Popular Economics Weekly
It’s remarkable. Donald Trump chose Detroit to make his economic speech, where he accused the Clintons of causing Detroit’s employment problems with their trade policies.
Is he kidding? The Detroit Big Three automakers didn’t lose jobs because of trade pacts, but because of the Great Recession. They built the wrong size gas guzzling hogs at a time that consumers wanted smaller cars, so it was a government bailout that saved them. Trade pacts have hurt some workers, but benefited many more by bringing in new export-oriented, high tech jobs.
He is shooting at the wrong targets. He wants to bring back the old economy via a trade war with China, abolishing the minimum wage, suspending government regulations, and lowering tax rates; even the inheritance tax that only affects those with $5 million plus to pass on. But he says nothing about income inequality or the budget deficit, which can only be cured by concentrating on developing a new economy that brings in new jobs based on new technologies and a new environmental awareness.
It won’t do any good to accuse Obama of “failed economic policies” because those blue collar workers lost their jobs in the Midwest rust-belt states. Some 10,800,000 million jobs have been created during the Obama recovery years. President Obama is now in third place (purple line in graph) behind President Reagan in second (per yellow line) with 14,735,000 jobs created, and President Clinton (blue line) in first place with 21,000,000 jobs created during his 8 years.
Trump also proposed lowering the maximum corporate tax rate to 15 percent that he said would boost jobs and investments. Problem is, corporations have already hoarded some $4.5 trillion in cash and cash equivalent securities from their record profits they aren’t spending on anything but higher CEO salaries and stock buybacks that enrich corporate execs and their stockholders even more.
What about the slow economic recovery? It’s mostly due to poor economic conditions worldwide, such as caution due to Britain’s Brexit withdrawal, China’s slowdown, and plunging commodity prices that have hurt developing countries. But it’s also due to misplaced austerity policies that have restricted new investment in favor of cutting public spending in Europe and the U.S. because of the fear of ballooning budget deficits, when just the opposite is needed—investments that will increase jobs, and so tax revenues to pay down those deficits.
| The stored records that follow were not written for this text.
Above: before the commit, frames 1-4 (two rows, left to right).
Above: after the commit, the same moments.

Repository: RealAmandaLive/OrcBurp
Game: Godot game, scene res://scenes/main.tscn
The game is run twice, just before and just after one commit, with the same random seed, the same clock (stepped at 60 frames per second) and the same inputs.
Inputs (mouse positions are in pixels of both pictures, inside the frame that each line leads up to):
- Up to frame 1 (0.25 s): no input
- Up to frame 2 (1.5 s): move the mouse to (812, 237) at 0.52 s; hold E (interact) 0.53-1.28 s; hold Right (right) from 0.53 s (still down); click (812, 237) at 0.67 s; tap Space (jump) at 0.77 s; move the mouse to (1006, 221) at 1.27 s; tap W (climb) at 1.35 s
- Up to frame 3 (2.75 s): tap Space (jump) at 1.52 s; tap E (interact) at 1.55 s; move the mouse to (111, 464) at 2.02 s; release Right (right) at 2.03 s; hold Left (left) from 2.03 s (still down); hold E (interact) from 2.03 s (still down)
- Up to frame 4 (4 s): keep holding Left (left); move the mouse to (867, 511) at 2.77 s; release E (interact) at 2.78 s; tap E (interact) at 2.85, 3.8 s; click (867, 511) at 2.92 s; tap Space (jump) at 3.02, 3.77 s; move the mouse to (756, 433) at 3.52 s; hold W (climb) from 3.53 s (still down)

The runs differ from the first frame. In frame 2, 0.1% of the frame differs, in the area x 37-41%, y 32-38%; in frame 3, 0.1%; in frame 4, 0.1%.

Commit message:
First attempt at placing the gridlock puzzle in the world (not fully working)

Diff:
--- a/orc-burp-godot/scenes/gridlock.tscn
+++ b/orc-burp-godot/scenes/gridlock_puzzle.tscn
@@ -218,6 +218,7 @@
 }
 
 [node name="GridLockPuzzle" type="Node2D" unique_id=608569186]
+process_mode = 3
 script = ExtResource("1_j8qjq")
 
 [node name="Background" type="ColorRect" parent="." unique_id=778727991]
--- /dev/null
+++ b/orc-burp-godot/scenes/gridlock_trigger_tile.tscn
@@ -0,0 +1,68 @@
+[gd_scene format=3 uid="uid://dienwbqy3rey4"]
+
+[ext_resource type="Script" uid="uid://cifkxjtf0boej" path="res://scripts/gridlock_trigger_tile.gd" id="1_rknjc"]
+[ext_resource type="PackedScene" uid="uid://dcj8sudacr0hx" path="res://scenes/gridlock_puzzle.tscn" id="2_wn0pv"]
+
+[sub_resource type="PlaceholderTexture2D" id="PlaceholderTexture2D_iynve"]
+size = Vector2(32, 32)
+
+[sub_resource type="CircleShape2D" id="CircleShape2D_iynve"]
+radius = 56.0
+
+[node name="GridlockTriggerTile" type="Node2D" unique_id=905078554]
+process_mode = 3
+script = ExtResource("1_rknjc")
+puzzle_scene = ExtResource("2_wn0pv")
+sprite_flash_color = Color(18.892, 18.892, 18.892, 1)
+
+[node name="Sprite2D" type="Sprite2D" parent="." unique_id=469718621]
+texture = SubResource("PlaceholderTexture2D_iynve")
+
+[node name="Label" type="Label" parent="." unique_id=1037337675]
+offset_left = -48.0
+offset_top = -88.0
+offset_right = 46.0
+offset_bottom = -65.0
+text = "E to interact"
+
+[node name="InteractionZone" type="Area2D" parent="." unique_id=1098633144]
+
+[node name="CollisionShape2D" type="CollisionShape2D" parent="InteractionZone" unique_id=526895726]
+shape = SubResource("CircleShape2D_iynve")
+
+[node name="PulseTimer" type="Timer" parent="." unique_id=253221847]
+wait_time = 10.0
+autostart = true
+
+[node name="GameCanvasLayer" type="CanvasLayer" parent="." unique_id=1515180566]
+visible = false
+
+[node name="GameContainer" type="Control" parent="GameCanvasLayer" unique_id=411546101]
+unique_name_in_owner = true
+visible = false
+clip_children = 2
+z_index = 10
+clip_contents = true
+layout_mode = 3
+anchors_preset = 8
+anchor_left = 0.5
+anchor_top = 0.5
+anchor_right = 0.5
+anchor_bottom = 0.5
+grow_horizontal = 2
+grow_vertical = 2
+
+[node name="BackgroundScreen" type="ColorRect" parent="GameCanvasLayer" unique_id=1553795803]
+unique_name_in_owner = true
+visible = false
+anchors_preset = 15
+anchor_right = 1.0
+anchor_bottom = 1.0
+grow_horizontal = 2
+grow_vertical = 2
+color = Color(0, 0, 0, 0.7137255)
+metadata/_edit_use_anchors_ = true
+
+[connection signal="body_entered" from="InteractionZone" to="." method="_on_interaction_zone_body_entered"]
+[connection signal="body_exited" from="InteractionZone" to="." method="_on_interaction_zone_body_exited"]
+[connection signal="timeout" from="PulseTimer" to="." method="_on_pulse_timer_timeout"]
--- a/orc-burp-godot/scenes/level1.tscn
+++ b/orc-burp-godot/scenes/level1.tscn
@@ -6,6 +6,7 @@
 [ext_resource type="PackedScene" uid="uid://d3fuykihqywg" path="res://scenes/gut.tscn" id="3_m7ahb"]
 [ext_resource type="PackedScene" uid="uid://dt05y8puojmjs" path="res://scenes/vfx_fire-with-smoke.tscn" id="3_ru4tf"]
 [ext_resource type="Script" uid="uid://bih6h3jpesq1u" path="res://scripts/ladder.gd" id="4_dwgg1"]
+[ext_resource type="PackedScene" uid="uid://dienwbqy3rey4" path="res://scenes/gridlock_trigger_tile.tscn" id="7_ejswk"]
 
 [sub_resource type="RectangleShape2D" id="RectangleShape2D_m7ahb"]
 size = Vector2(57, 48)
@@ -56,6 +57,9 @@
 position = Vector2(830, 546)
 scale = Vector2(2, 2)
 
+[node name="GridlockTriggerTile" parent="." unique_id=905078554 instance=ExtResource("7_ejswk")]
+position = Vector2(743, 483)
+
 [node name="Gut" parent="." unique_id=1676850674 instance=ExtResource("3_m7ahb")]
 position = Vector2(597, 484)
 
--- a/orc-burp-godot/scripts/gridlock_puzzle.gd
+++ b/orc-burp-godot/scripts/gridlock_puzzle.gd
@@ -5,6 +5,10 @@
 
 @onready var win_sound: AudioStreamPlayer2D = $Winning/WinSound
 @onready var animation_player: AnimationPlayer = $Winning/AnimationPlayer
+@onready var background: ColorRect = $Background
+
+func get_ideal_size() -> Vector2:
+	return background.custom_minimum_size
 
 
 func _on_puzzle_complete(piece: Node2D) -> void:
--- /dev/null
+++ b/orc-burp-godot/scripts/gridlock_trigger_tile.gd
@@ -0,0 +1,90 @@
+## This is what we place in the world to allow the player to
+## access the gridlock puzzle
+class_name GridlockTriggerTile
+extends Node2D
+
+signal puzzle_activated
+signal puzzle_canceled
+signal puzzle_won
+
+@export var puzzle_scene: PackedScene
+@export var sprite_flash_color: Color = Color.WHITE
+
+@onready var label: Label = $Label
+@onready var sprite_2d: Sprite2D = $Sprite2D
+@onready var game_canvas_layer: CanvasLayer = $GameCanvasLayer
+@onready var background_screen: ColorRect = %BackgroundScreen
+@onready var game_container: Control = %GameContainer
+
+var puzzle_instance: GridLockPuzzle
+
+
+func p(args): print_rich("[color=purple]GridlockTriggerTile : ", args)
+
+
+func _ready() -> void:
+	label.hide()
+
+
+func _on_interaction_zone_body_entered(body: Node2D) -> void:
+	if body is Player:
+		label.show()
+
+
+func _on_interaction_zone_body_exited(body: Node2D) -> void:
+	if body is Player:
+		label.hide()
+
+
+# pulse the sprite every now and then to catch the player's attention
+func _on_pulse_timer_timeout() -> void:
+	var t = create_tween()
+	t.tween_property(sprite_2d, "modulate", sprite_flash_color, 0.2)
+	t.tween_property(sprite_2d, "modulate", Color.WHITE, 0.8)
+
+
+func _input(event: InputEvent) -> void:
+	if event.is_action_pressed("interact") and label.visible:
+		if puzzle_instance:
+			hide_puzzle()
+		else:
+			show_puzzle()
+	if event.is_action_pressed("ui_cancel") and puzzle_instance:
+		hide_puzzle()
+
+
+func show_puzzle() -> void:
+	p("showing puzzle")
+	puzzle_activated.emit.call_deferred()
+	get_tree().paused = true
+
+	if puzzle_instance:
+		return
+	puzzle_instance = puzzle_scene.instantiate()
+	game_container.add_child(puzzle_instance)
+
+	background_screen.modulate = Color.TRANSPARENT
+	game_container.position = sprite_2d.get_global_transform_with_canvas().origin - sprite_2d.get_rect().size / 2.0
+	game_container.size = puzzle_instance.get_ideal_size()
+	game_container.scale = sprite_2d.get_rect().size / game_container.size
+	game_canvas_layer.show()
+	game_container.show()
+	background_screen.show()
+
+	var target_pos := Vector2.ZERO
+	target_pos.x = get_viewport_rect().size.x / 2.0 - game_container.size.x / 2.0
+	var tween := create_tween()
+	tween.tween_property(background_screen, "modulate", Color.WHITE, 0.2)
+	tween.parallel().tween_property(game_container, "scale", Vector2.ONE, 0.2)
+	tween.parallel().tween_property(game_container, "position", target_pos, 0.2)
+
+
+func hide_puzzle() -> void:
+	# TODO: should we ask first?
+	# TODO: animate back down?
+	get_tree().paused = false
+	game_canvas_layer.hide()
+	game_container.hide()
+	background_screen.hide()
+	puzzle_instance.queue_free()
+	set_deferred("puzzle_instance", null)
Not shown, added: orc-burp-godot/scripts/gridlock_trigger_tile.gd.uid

We really have only one model of successful deficit reduction since WWII—Bill Clinton’s. That is why Hillary has mentioned Bill’s record of record growth that created the most jobs of any presidency since WWII, and 4 years of actual budget surpluses. It was due primarily to defense spending cuts as the Soviet Union collapsed and a higher maximum tax rate (40 percent). The economy grew for 10 years—from 1991 to 2001, before the do-com bust and short recession that ended on November 2001, just 2 months after 9/11.
So Hillary proposes to equalize income inequality with a higher minimum tax rate of at least $12 per hour, and would support $15 per hour in higher priced regions, while raising taxes and closing tax loopholes of the wealthiest to pay for tuition-free public colleges, universal health care and paid maternity leave—something that the developed countries and most developing countries already have.
Hillary’s economic platform should enable US to catch up with what the rest of the world provides for their citizens, in other words.